When the data below is printed, every line must match exactly and the images must be absent.
ENTRIES SUPPLIED: Begin
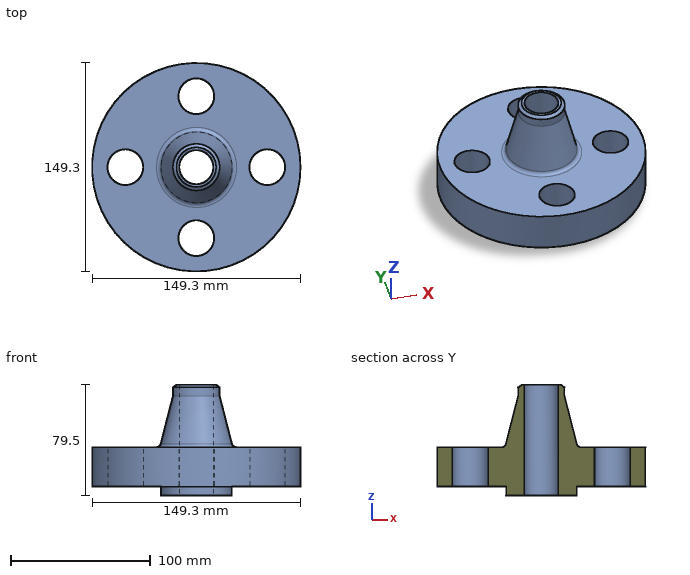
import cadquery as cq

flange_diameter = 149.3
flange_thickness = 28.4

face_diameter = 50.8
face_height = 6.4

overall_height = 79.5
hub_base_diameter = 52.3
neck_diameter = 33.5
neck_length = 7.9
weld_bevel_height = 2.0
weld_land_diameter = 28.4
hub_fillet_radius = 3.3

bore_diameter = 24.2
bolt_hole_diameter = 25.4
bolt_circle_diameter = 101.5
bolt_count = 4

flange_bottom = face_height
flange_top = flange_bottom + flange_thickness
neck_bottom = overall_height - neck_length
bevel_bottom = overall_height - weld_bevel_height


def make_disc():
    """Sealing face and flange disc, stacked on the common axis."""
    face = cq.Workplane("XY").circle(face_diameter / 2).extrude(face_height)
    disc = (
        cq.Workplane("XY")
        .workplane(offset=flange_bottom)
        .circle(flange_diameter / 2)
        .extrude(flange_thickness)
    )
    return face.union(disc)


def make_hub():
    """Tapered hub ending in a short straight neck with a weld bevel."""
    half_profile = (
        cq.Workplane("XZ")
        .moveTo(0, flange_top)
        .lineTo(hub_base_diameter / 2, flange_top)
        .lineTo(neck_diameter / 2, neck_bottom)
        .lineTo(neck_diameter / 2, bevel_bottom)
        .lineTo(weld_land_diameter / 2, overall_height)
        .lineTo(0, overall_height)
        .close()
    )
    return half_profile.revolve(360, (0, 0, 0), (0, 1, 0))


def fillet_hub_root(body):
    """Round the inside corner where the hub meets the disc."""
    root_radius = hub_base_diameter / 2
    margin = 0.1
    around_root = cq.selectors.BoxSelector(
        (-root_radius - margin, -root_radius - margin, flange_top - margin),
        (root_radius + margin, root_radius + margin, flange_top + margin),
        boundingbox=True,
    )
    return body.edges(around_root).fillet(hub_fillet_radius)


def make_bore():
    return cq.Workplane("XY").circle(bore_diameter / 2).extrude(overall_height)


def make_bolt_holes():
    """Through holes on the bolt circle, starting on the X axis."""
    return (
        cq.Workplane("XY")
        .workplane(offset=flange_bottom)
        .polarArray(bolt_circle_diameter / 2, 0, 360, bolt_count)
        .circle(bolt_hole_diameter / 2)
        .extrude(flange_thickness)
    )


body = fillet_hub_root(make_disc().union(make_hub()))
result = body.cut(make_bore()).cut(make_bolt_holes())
ENTRIES SUPPLIED: End
- _EXERCISE ANSWER_:
import cadquery as cq

flange_diameter = 149.3
flange_thickness = 28.4

face_diameter = 50.8
face_height = 6.4

overall_height = 79.5
hub_base_diameter = 52.3
neck_diameter = 33.5
neck_length = 7.9
weld_bevel_height = 2.0
weld_land_diameter = 28.4
hub_fillet_radius = 3.3

bore_diameter = 24.2
bolt_hole_diameter = 25.4
bolt_circle_diameter = 101.5
bolt_count = 4

flange_bottom = face_height
flange_top = flange_bottom + flange_thickness
neck_bottom = overall_height - neck_length
bevel_bottom = overall_height - weld_bevel_height


def make_disc():
    """Sealing face and flange disc, stacked on the common axis."""
    face = cq.Workplane("XY").circle(face_diameter / 2).extrude(face_height)
    disc = (
        cq.Workplane("XY")
        .workplane(offset=flange_bottom)
        .circle(flange_diameter / 2)
        .extrude(flange_thickness)
    )
    return face.union(disc)


def make_hub():
    """Tapered hub ending in a short straight neck with a weld bevel."""
    half_profile = (
        cq.Workplane("XZ")
        .moveTo(0, flange_top)
        .lineTo(hub_base_diameter / 2, flange_top)
        .lineTo(neck_diameter / 2, neck_bottom)
        .lineTo(neck_diameter / 2, bevel_bottom)
        .lineTo(weld_land_diameter / 2, overall_height)
        .lineTo(0, overall_height)
        .close()
    )
    return half_profile.revolve(360, (0, 0, 0), (0, 1, 0))


def fillet_hub_root(body):
    """Round the inside corner where the hub meets the disc."""
    root_radius = hub_base_diameter / 2
    margin = 0.1
    around_root = cq.selectors.BoxSelector(
        (-root_radius - margin, -root_radius - margin, flange_top - margin),
        (root_radius + margin, root_radius + margin, flange_top + margin),
        boundingbox=True,
    )
    return body.edges(around_root).fillet(hub_fillet_radius)


def make_bore():
    return cq.Workplane("XY").circle(bore_diameter / 2).extrude(overall_height)


def make_bolt_holes():
    """Through holes on the bolt circle, starting on the X axis."""
    return (
        cq.Workplane("XY")
        .workplane(offset=flange_bottom)
        .polarArray(bolt_circle_diameter / 2, 0, 360, bolt_count)
        .circle(bolt_hole_diameter / 2)
        .extrude(flange_thickness)
    )


body = fillet_hub_root(make_disc().union(make_hub()))
result = body.cut(make_bore()).cut(make_bolt_holes())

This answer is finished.